Matter of fact I went out this am on a 2-handle Delta, few years old. Divertor was failing, sprayer not so great. Easy repair, but you want to believe they would last longer without needing a repair.


----------



## Plumbersteve (Jan 25, 2011)

What brand do you hock?


----------



## rjbphd (Feb 5, 2010)

American std sink faucets are no better in design.. divertor in back of facet where u can't get at it to check it..


----------



## user2090 (Sep 26, 2009)

Plumbersteve said:


> What brand do you hock?


Wolverine brass Essence line. This was a conscience decision after watching Delta get cheaper and cheaper. There once was a thread that got very nasty over it. I suspect there will be another debate when those haters see this.


----------



## revenge (Jun 30, 2011)

I honestly like moen I had that same issue called moen and they overnighted me one next day put it in no problems the new one they sent was made out nf metal I can't remember if it was brass or not


----------



## 130 PLUMBER (Oct 22, 2009)

Indie said:


> Wolverine brass Essence line. I suspect there will be another debate when those haters see this.


 
Yes it will:yes::yes: So far all the W/B endurance faucet i have installed have been great from day 1.


----------



## user2090 (Sep 26, 2009)

130 PLUMBER said:


> Yes it will:yes::yes: So far all the W/B endurance faucet i have installed have been great from day 1.
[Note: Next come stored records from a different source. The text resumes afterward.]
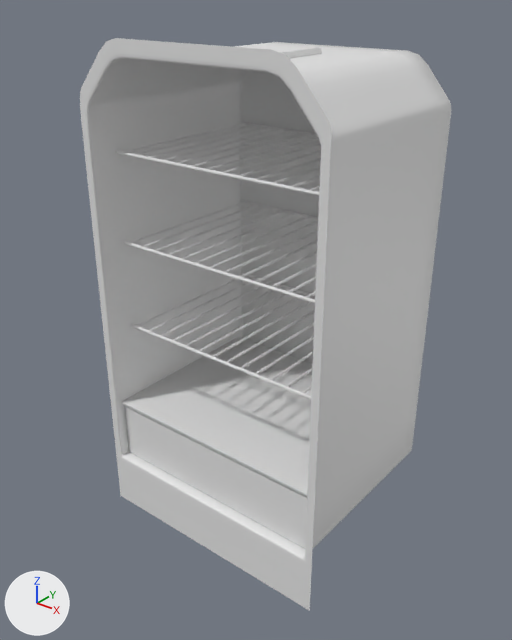
Before and after pictures for a commit that changed the FBX model Assets/Prefabs/Models/fridge_v1.FBX.
Camera for both pictures: a camera (50 mm lens) standing at (3.11, -4.86, 3.91) and looking at (0.03, -1.02, 1.52). The axes (+X, +Y, +Z) are drawn at lower left. The lights are the same throughout. Where no turn or scale is listed for an object, it has been applied to the vertices.

The first picture shows 'fridgebody', 'glass platform', 'platform1', 'platform2', 'platform3', 'pocekt'.
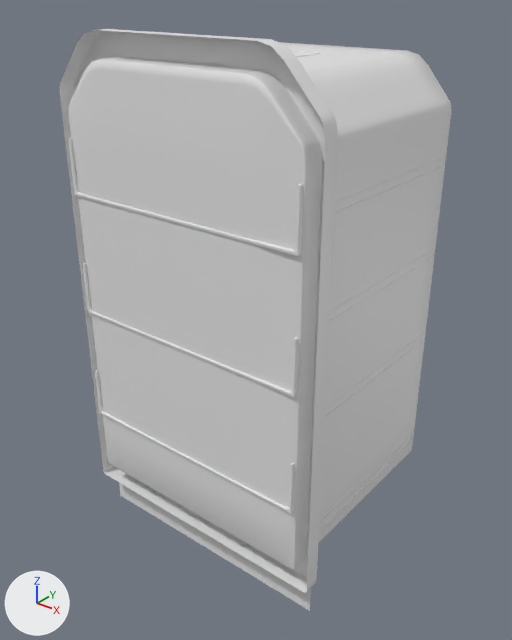
The change, as JSON lines over the scene's bpy script:
```json
{"block": "me_mesh_002", "where": "# used by ob_pocekt; location = (0.019, -0.816, 0.169)"}
{"op": "remove", "block": "me_mesh_002", "code": "me_mesh_002.from_pydata(...)  # 20 vertices, 36 faces; spans x -0.95..0.95, y -0.77..0.77, z 0.0..0.47"}
{"op": "add", "block": "me_mesh_002", "code": "me_mesh_002.from_pydata(...)  # 4678 vertices, 4680 faces; spans x -0.95..0.95, y -0.77..0.77, z 0.0..0.47"}
{"block": "me_mesh_002", "change": "me_mesh_002 part 1: 12 vertices removed from x -0.95..0.95, y -0.77..0.77, z 0.0..0.47; 4670 vertices added at x -0.95..0.95, y -0.77..0.77, z 0.0..0.47"}
{"op": "add", "block": "me_mesh_014", "code": ["me_mesh_014 = bpy.data.meshes.new('Mesh.014')", "me_mesh_014.from_pydata(...)  # 1211 vertices, 1184 faces; spans x -2.16..-0.01, y -0.17..-0.01, z -1.79..1.79"]}
{"op": "add", "block": "me_mesh_017", "code": ["me_mesh_017 = bpy.data.meshes.new('Mesh.017')", "me_mesh_017.from_pydata(...)  # 2336 vertices, 2336 faces; spans x -0.96..0.96, y -0.31..0.0, z 0.0..0.4"]}
{"op": "add", "block": "ob_fridge_door", "code": ["ob_fridge_door = bpy.data.objects.new('fridge_door', me_mesh_014)", "ob_fridge_door.location = (1.12, -1.665, 1.81)"]}
{"op": "add", "block": "ob_półka003", "code": ["ob_półka003 = bpy.data.objects.new('półka003', me_mesh_017)", "ob_półka003.location = (0.028, -1.54, 2.517)"]}
{"op": "add", "block": "ob_półka002", "code": ["ob_półka002 = bpy.data.objects.new('półka002', me_mesh_017.copy())", "ob_półka002.location = (0.028, -1.54, 1.606)"]}
{"op": "add", "block": "ob_półka1", "code": ["ob_półka1 = bpy.data.objects.new('półka1', me_mesh_017.copy())", "ob_półka1.location = (0.028, -1.54, 0.701)"]}
```

Changed parts and their boxes [x1, y1, x2, y2] in the pictures (512 x 640 px):
```json
{"object": "fridge_door", "change": "added", "after": [59, 29, 338, 593]}
{"object": "półka003", "change": "added", "after": [68, 138, 303, 256]}
{"object": "półka002", "change": "added", "after": [83, 263, 298, 397]}
{"object": "półka1", "change": "added", "after": [95, 370, 295, 514]}
{"part": 1, "of": "me_mesh_002", "change": "built on", "before": [126, 416, 307, 548]}
{"object": "fridgebody", "change": "unchanged, covered by the edit", "before": [80, 38, 451, 611], "after": [119, 42, 451, 611]}
{"object": "glass platform", "change": "unchanged, covered by the edit", "before": [122, 337, 312, 496]}
{"object": "platform3", "change": "unchanged, covered by the edit", "before": [116, 122, 321, 196]}
{"object": "platform2", "change": "unchanged, covered by the edit", "before": [123, 200, 318, 304]}
```
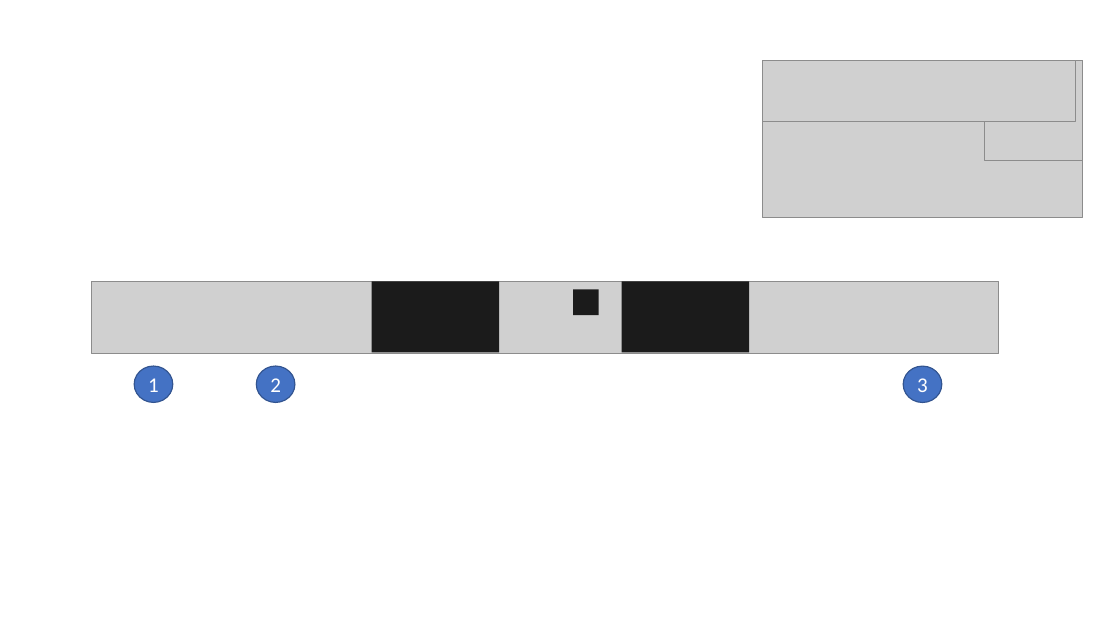
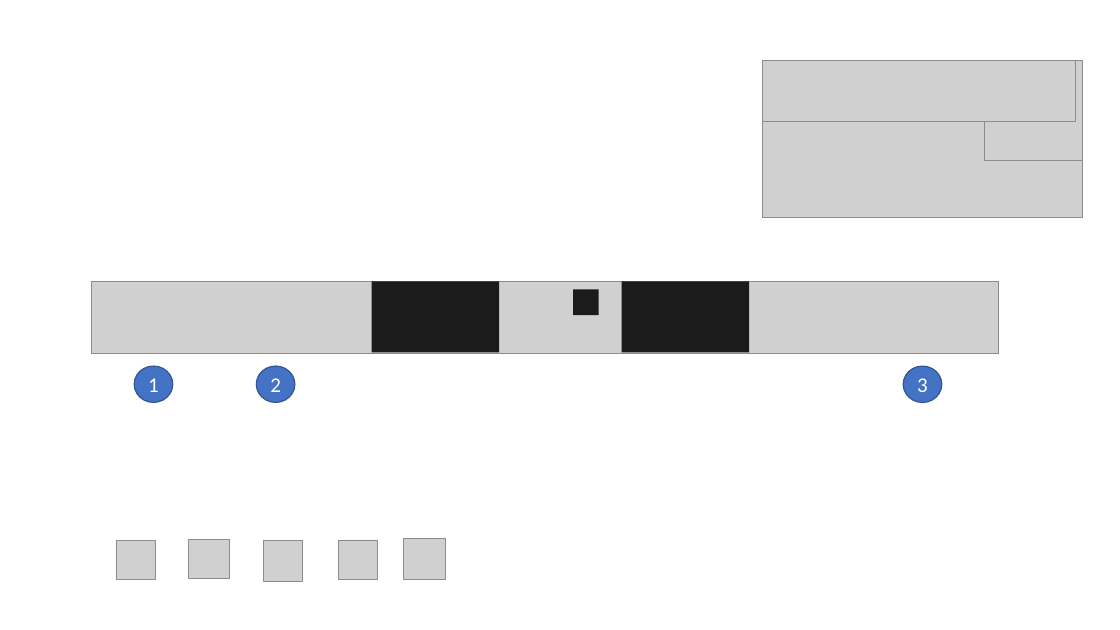
Before and after one commit to umich-brcf-bioinf/2021-08-09-umich-rnaseq-demystified, a slide deck: slide 3 of images/source/RSD_workshop_intro.pptx. Drawn at 1120x630 pixels with LibreOffice and Linux fonts; fonts in the diff are those of the drawing; grey boxes stand for pictures. Boxes give left, top, right and bottom in pixels: in the first picture for what was removed or moved away, otherwise in the second. Text is boxed around its words. In the diff, an @@ line names an element or a change of style, - is before the commit and + after.

```diff
--- a/images/source/RSD_workshop_intro.pptx
+++ b/images/source/RSD_workshop_intro.pptx
@@ picture added at [403,539,444,580] @@
@@ picture added at [116,541,155,580] @@
@@ picture added at [189,540,229,579] @@
@@ picture added at [264,541,302,581] @@
@@ picture added at [339,540,377,579] @@
```
Also in this commit, not shown: 1 other slide changed, 3 slides added, 11 other files.

What time frames are we taking here? I'm curious as to the actual life time of WB faucets. From a quality standpoint they seem top notch. Oh, and I might add that WB faucets are made with trade friendly installs. 

Put a couple of wide set essence in a month or so ago, could not have been easier.


----------



## ChrisConnor (Dec 31, 2009)

Two handle WB KS are ok, their single handle kitchen faucets ain't so hot. IMO



I talked to the delta rep and they said the all pex DST is going to be improved and they are still making the brass 400 and the like. Although only one of my suppliers will even bother to get the non pex models.


----------



## 130 PLUMBER (Oct 22, 2009)

Since 2003, i have installed close to 100 faucets. We have only had 1 callback with a pull out faucet... it was a vacuum breaker issue . Also out of the 100 or so faucets that we have installed, most of the customers are repeat customers


----------



## PLUMB TIME (Feb 2, 2009)

Back in the day you could tell a faucet by the weight.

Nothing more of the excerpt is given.